Nearly 73% of New Year's fitness goals result in failure (, so how do you set yourself apart from the pack and achieve those goals?

  1. Start Small and Specific- For example, "Lose 5 pounds in the next 4 weeks through healthier eating and regular exercise" or "Do 1 pullup unassisted by March 15th". When putting yourself through the discomfort of changing your lifestyle you need a "win"  to stay encouraged. Setting attainable goals will encourage you to continue on to those bigger goals that are further off in the distance.
  2. Consistency- Set aside a specific time every workout day and hold yourself to that. There is a big difference in your mind between "I'm going to workout at 5:30pm every day after work" and "I am going to workout every day at some point in the day". For me, I wake up early to get a morning run every day at 6:30am rain or shine.
  3. Just get there- At certain points, your motivation will be low, it's inevitable. When your motivation is low, how do you get those workouts done and not fall off the bandwagon. Just get there and worry about the workout later. When I'm up to run in the morning, my focus isn't how far I have to go or whether it is cold outside or not- it's just getting into my running clothes. Likewise, when it is time for my workout at night, I just worry about getting my workout close in the car and walking in the front door of the gym. When you get to the actual location of your workout (even if it's downstairs in your workout clothes) your chances of skipping out are considerably lower if you are at the location before evaluating whether or not you "want" to do it.
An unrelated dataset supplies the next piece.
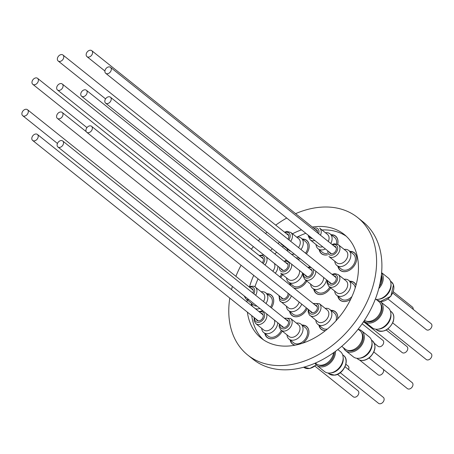 <?xml version="1.0" encoding="UTF-8"?>
<svg xmlns="http://www.w3.org/2000/svg" width="454" height="454" viewBox="0 0 454 454"><rect width="100%" height="100%" fill="white"/><g stroke="black" fill="none" stroke-linecap="round" stroke-linejoin="round"><path stroke-width="0.68" d="M325.597 282.666A9.574 6.884 128.6 0 1 312.664 288.347A9.574 6.884 128.6 0 1 310.621 284.102A9.574 6.884 128.6 0 0 312.664 288.347A9.574 6.884 128.6 0 0 325.597 282.666A9.574 6.884 128.6 0 0 326.539 279.795A9.574 6.884 128.6 0 1 325.597 282.666M311.711 273.649A4.279 3.076 128.6 0 1 305.934 276.185A4.279 3.076 128.6 0 1 305.139 274.976A4.279 3.076 128.6 0 0 305.934 276.185A4.279 3.076 128.6 0 0 311.711 273.649A4.279 3.076 128.6 0 0 311.274 269.5A4.279 3.076 128.6 0 1 311.711 273.649M309.923 268.995A4.279 3.076 128.6 0 1 311.274 269.5A4.279 3.076 128.6 0 0 309.923 268.995M314.015 289.425A11.146 8.013 -51.4 0 0 316.239 293.216A11.146 8.013 -51.4 0 0 325.893 292.751A11.146 8.013 -51.4 0 1 316.239 293.216A11.146 8.013 -51.4 0 1 314.015 289.425M302.994 329.882A9.574 6.884 128.6 0 1 297.455 338.622A9.574 6.884 128.6 0 1 289.022 339.11A9.574 6.884 128.6 0 1 286.979 334.865A9.574 6.884 128.6 0 0 289.022 339.11A9.574 6.884 128.6 0 0 297.455 338.622A9.574 6.884 128.6 0 0 302.994 329.882A9.574 6.884 128.6 0 0 300.979 324.156A9.574 6.884 128.6 0 1 302.994 329.882M288.534 322.822A4.279 3.076 128.6 0 1 286.06 326.727A4.279 3.076 128.6 0 1 282.292 326.948A4.279 3.076 128.6 0 1 281.503 325.739A4.279 3.076 128.6 0 0 282.292 326.948A4.279 3.076 128.6 0 0 286.06 326.727A4.279 3.076 128.6 0 0 288.534 322.822A4.279 3.076 128.6 0 0 287.637 320.263A4.279 3.076 128.6 0 1 288.534 322.822M296.394 323.095A9.574 6.884 128.6 0 1 300.979 324.156A9.574 6.884 128.6 0 0 296.394 323.095M333.582 352.696A11.815 8.495 128.6 0 1 326.664 363.308A11.815 8.495 128.6 0 1 316.37 363.841L315.377 363.052L316.37 363.841A11.815 8.495 128.6 0 0 326.664 363.308A11.815 8.495 128.6 0 0 333.582 352.696M286.287 319.758A4.279 3.076 128.6 0 1 287.637 320.263A4.279 3.076 128.6 0 0 286.287 319.758M290.373 340.194A11.146 8.013 -51.4 0 0 292.597 343.979A11.146 8.013 -51.4 0 0 295.128 345.159A11.146 8.013 -51.4 0 1 292.597 343.979A11.146 8.013 -51.4 0 1 290.373 340.194M308.187 336.085A11.146 8.013 -51.4 0 0 308.885 332.947A11.146 8.013 -51.4 0 0 306.518 326.568A11.146 8.013 -51.4 0 0 302.336 325.234A11.146 8.013 -51.4 0 1 306.518 326.568A11.146 8.013 -51.4 0 1 308.885 332.947A11.146 8.013 -51.4 0 1 308.187 336.085M302.546 272.905A9.574 6.884 128.6 0 1 294.533 282.836A9.574 6.884 128.6 0 1 288.579 282.11A9.574 6.884 128.6 0 1 286.531 277.865A9.574 6.884 128.6 0 0 288.579 282.11A9.574 6.884 128.6 0 0 294.533 282.836A9.574 6.884 128.6 0 0 302.546 272.905M285.838 262.758A4.279 3.076 128.6 0 1 287.189 263.263A4.279 3.076 128.6 0 1 287.796 267.009A4.279 3.076 128.6 0 1 284.51 270.272A4.279 3.076 128.6 0 1 281.849 269.948A4.279 3.076 128.6 0 1 281.054 268.74A4.279 3.076 128.6 0 0 281.849 269.948A4.279 3.076 128.6 0 0 284.51 270.272A4.279 3.076 128.6 0 0 287.796 267.009A4.279 3.076 128.6 0 0 287.189 263.263A4.279 3.076 128.6 0 0 285.838 262.758M299.356 287.728A11.146 8.013 -51.4 0 0 301.808 286.514A11.146 8.013 -51.4 0 1 299.356 287.728A11.146 8.013 -51.4 0 1 293.562 287.808A11.146 8.013 -51.4 0 0 299.356 287.728M289.93 283.194A11.146 8.013 -51.4 0 0 291.031 285.787A11.146 8.013 -51.4 0 1 289.93 283.194M287.495 309.469A9.574 6.884 128.6 0 1 286.451 306.297A9.574 6.884 128.6 0 0 287.495 309.469A9.574 6.884 128.6 0 0 288.494 310.536A9.574 6.884 128.6 0 1 287.495 309.469M281.315 297.898A4.279 3.076 128.6 0 1 280.975 297.171A4.279 3.076 128.6 0 0 281.315 297.898A4.279 3.076 128.6 0 0 281.764 298.374A4.279 3.076 128.6 0 1 281.315 297.898M301.74 304.152A9.574 6.884 128.6 0 1 288.494 310.536A9.574 6.884 128.6 0 0 301.74 304.152M287.955 293.136A4.279 3.076 128.6 0 1 286.048 297.767A4.279 3.076 128.6 0 1 281.764 298.374A4.279 3.076 128.6 0 0 286.048 297.767A4.279 3.076 128.6 0 0 287.955 293.136M289.845 311.62A11.146 8.013 -51.4 0 0 291.048 314.35A11.146 8.013 -51.4 0 0 292.07 315.405A11.146 8.013 -51.4 0 0 301.723 314.94A11.146 8.013 -51.4 0 1 292.07 315.405A11.146 8.013 -51.4 0 1 291.048 314.35A11.146 8.013 -51.4 0 1 289.845 311.62M330.535 310.144A9.574 6.884 128.6 0 1 328.764 321.755A9.574 6.884 128.6 0 1 317.857 324.394A9.574 6.884 128.6 0 1 317.136 323.691A9.574 6.884 128.6 0 1 315.814 320.155A9.574 6.884 128.6 0 0 317.136 323.691A9.574 6.884 128.6 0 0 317.857 324.394A9.574 6.884 128.6 0 0 328.764 321.755A9.574 6.884 128.6 0 0 330.535 310.144A9.574 6.884 128.6 0 0 329.814 309.441A9.574 6.884 128.6 0 1 330.535 310.144M316.79 305.865A4.279 3.076 128.6 0 1 315.995 311.052A4.279 3.076 128.6 0 1 311.126 312.233A4.279 3.076 128.6 0 1 310.803 311.915A4.279 3.076 128.6 0 1 310.332 311.03A4.279 3.076 128.6 0 0 310.803 311.915A4.279 3.076 128.6 0 0 311.126 312.233A4.279 3.076 128.6 0 0 315.995 311.052A4.279 3.076 128.6 0 0 316.79 305.865A4.279 3.076 128.6 0 0 316.466 305.548A4.279 3.076 128.6 0 1 316.79 305.865M325.223 308.38A9.574 6.884 128.6 0 1 329.814 309.441A9.574 6.884 128.6 0 0 325.223 308.38M359.96 330.671A11.815 8.495 128.6 0 1 360.851 331.545A11.815 8.495 128.6 0 1 358.66 345.869A11.815 8.495 128.6 0 1 345.199 349.126L341.714 346.345L345.199 349.126A11.815 8.495 128.6 0 0 358.66 345.869A11.815 8.495 128.6 0 0 360.851 331.545A11.815 8.495 128.6 0 0 359.96 330.671L358.115 329.201L359.96 330.671M315.116 305.043A4.279 3.076 128.6 0 1 316.466 305.548A4.279 3.076 128.6 0 0 315.116 305.043M320.745 328.617A11.146 8.013 -51.4 0 0 321.432 329.264A11.146 8.013 -51.4 0 0 325.467 330.597A11.146 8.013 -51.4 0 1 321.432 329.264A11.146 8.013 -51.4 0 1 320.745 328.617A11.146 8.013 -51.4 0 1 319.207 325.478A11.146 8.013 -51.4 0 0 320.745 328.617M337.634 318.952A11.146 8.013 -51.4 0 0 336.034 312.5A11.146 8.013 -51.4 0 0 335.347 311.858A11.146 8.013 -51.4 0 0 331.165 310.519A11.146 8.013 -51.4 0 1 335.347 311.858A11.146 8.013 -51.4 0 1 336.034 312.5A11.146 8.013 -51.4 0 1 337.634 318.952M344.989 279.199A9.574 6.884 128.6 0 1 348.689 280.345A9.574 6.884 128.6 0 1 349.518 289.924A9.574 6.884 128.6 0 1 340.438 296.445A9.574 6.884 128.6 0 1 336.732 295.304A9.574 6.884 128.6 0 1 334.689 291.059A9.574 6.884 128.6 0 0 336.732 295.304A9.574 6.884 128.6 0 0 340.438 296.445A9.574 6.884 128.6 0 0 349.518 289.924A9.574 6.884 128.6 0 0 348.689 280.345A9.574 6.884 128.6 0 0 344.989 279.199A9.574 6.884 128.6 0 0 344.104 279.284A9.574 6.884 128.6 0 1 344.989 279.199M333.996 275.953A4.279 3.076 128.6 0 1 335.347 276.458A4.279 3.076 128.6 0 1 335.716 280.737A4.279 3.076 128.6 0 1 331.658 283.654A4.279 3.076 128.6 0 1 330.001 283.137A4.279 3.076 128.6 0 1 329.212 281.934A4.279 3.076 128.6 0 0 330.001 283.137A4.279 3.076 128.6 0 0 331.658 283.654A4.279 3.076 128.6 0 0 335.716 280.737A4.279 3.076 128.6 0 0 335.347 276.458A4.279 3.076 128.6 0 0 333.996 275.953M368.654 321.449A11.815 8.495 128.6 0 1 364.466 320.32A11.815 8.495 128.6 0 0 368.654 321.449A11.815 8.495 128.6 0 0 379.85 313.402A11.815 8.495 128.6 0 0 378.835 301.575A11.815 8.495 128.6 0 1 379.85 313.402A11.815 8.495 128.6 0 1 368.654 321.449M344.887 301.49A11.146 8.013 -51.4 0 0 349.96 299.702A11.146 8.013 -51.4 0 1 344.887 301.49A11.146 8.013 -51.4 0 1 340.307 300.168A11.146 8.013 -51.4 0 0 344.887 301.49M356.021 285.169A11.146 8.013 -51.4 0 0 354.228 282.763A11.146 8.013 -51.4 0 0 350.045 281.429A11.146 8.013 -51.4 0 1 354.228 282.763A11.146 8.013 -51.4 0 1 356.021 285.169M338.088 296.383A11.146 8.013 -51.4 0 0 340.307 300.168A11.146 8.013 -51.4 0 1 338.088 296.383M344.189 249.422A9.574 6.884 128.6 0 1 348.78 250.483A9.574 6.884 128.6 0 1 346.016 264.404A9.574 6.884 128.6 0 1 336.823 265.442A9.574 6.884 128.6 0 1 334.78 261.198A9.574 6.884 128.6 0 0 336.823 265.442A9.574 6.884 128.6 0 0 346.016 264.404A9.574 6.884 128.6 0 0 348.78 250.483A9.574 6.884 128.6 0 0 344.189 249.422M334.082 246.091A4.279 3.076 128.6 0 1 335.432 246.596A4.279 3.076 128.6 0 1 334.201 252.816A4.279 3.076 128.6 0 1 330.092 253.281A4.279 3.076 128.6 0 1 329.298 252.072A4.279 3.076 128.6 0 0 330.092 253.281A4.279 3.076 128.6 0 0 334.201 252.816A4.279 3.076 128.6 0 0 335.432 246.596A4.279 3.076 128.6 0 0 334.082 246.091M381.298 275.816A11.815 8.495 128.6 0 1 380.049 283.319A11.815 8.495 128.6 0 0 381.298 275.816M355.987 262.418A11.146 8.013 -51.4 0 0 354.313 252.901A11.146 8.013 -51.4 0 0 350.13 251.567A11.146 8.013 -51.4 0 1 354.313 252.901A11.146 8.013 -51.4 0 1 355.987 262.418M338.173 266.526A11.146 8.013 -51.4 0 0 340.398 270.312A11.146 8.013 -51.4 0 0 350.051 269.846A11.146 8.013 -51.4 0 1 340.398 270.312A11.146 8.013 -51.4 0 1 338.173 266.526M325.45 232.771A9.574 6.884 128.6 0 1 330.041 233.833A9.574 6.884 128.6 0 1 331.261 242.555A9.574 6.884 128.6 0 1 330.824 243.486A9.574 6.884 128.6 0 0 331.261 242.555A9.574 6.884 128.6 0 0 330.041 233.833A9.574 6.884 128.6 0 0 325.45 232.771M315.343 229.435A4.279 3.076 128.6 0 1 316.693 229.94A4.279 3.076 128.6 0 1 317.539 232.862A4.279 3.076 128.6 0 0 316.693 229.94A4.279 3.076 128.6 0 0 315.343 229.435M325.393 248.951A9.574 6.884 128.6 0 1 318.078 248.786A9.574 6.884 128.6 0 1 316.035 244.547A9.574 6.884 128.6 0 0 318.078 248.786A9.574 6.884 128.6 0 0 325.393 248.951M337.68 244.309A11.146 8.013 -51.4 0 0 335.574 236.25A11.146 8.013 -51.4 0 0 331.392 234.911A11.146 8.013 -51.4 0 1 335.574 236.25A11.146 8.013 -51.4 0 1 337.68 244.309A11.288 8.115 -51.4 0 0 335.574 236.063A11.288 8.115 -51.4 0 0 333.293 234.934A11.288 8.115 -51.4 0 0 331.148 234.718M319.434 249.87A11.146 8.013 -51.4 0 0 321.653 253.655A11.146 8.013 -51.4 0 0 327.578 254.779A11.146 8.013 -51.4 0 1 321.653 253.655A11.146 8.013 -51.4 0 1 319.434 249.87M287.439 250.188A9.574 6.884 128.6 0 1 287.234 248.888A9.574 6.884 128.6 0 0 287.439 250.188A9.574 6.884 128.6 0 0 287.87 251.357A9.574 6.884 128.6 0 1 287.439 250.188M296.649 237.113A9.574 6.884 128.6 0 1 301.235 238.174A9.574 6.884 128.6 0 1 303.073 241.119A9.574 6.884 128.6 0 1 300.957 249.535A9.574 6.884 128.6 0 0 303.073 241.119A9.574 6.884 128.6 0 0 301.235 238.174A9.574 6.884 128.6 0 0 296.649 237.113M286.536 233.782A4.279 3.076 128.6 0 1 287.887 234.287A4.279 3.076 128.6 0 1 288.71 235.603A4.279 3.076 128.6 0 1 287.932 239.122A4.279 3.076 128.6 0 0 288.71 235.603A4.279 3.076 128.6 0 0 287.887 234.287A4.279 3.076 128.6 0 0 286.536 233.782M294.391 254.092A9.574 6.884 128.6 0 1 291.315 254.115A9.574 6.884 128.6 0 0 294.391 254.092M308.839 243.77A11.146 8.013 -51.4 0 0 306.768 240.592A11.146 8.013 -51.4 0 0 302.591 239.258A11.146 8.013 -51.4 0 1 306.768 240.592A11.146 8.013 -51.4 0 1 308.839 243.77A11.146 8.013 -51.4 0 1 308.442 250.109A11.146 8.013 -51.4 0 0 308.839 243.77M300.168 258.712A11.146 8.013 -51.4 0 1 297.784 259.285A11.146 8.013 -51.4 0 0 300.168 258.712A11.288 8.115 -51.4 0 1 297.83 259.325M261.152 257.089A4.279 3.076 128.6 0 1 261.964 257.276A4.279 3.076 128.6 0 1 262.503 257.594A4.279 3.076 128.6 0 1 262.281 262.798A4.279 3.076 128.6 0 0 262.503 257.594A4.279 3.076 128.6 0 0 261.964 257.276A4.279 3.076 128.6 0 0 261.152 257.089M277.91 266.226A9.574 6.884 128.6 0 1 275.294 273.206A9.574 6.884 128.6 0 0 277.91 266.226M259.915 308.482A9.574 6.884 128.6 0 1 255.244 308.618A9.574 6.884 128.6 0 0 259.915 308.482M252.696 306.581A9.574 6.884 128.6 0 1 251.754 303.567A9.574 6.884 128.6 0 0 252.696 306.581M261.169 291.791A9.574 6.884 128.6 0 1 265.76 292.853A9.574 6.884 128.6 0 1 265.965 303.51A9.574 6.884 128.6 0 0 265.76 292.853A9.574 6.884 128.6 0 0 261.169 291.791M251.062 288.46A4.279 3.076 128.6 0 1 252.413 288.965A4.279 3.076 128.6 0 1 252.878 293.046A4.279 3.076 128.6 0 0 252.413 288.965A4.279 3.076 128.6 0 0 251.062 288.46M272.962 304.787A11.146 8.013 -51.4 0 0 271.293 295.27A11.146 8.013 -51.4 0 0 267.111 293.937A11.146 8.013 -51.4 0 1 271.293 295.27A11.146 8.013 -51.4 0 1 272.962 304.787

  4. Law of Numbers- It is inevitable that you will miss a workout, or eat something you know you shouldn't but you can't let that discourage you. What matters to your body is what you do the majority of the time. So if you skipped a workout, or ate an unhealthy meal when you told yourself you wouldn't, don't forget about all those other good healthy decisions you made before. What you did the days preceding  still matters and have a lasting impact on your overall fitness and health.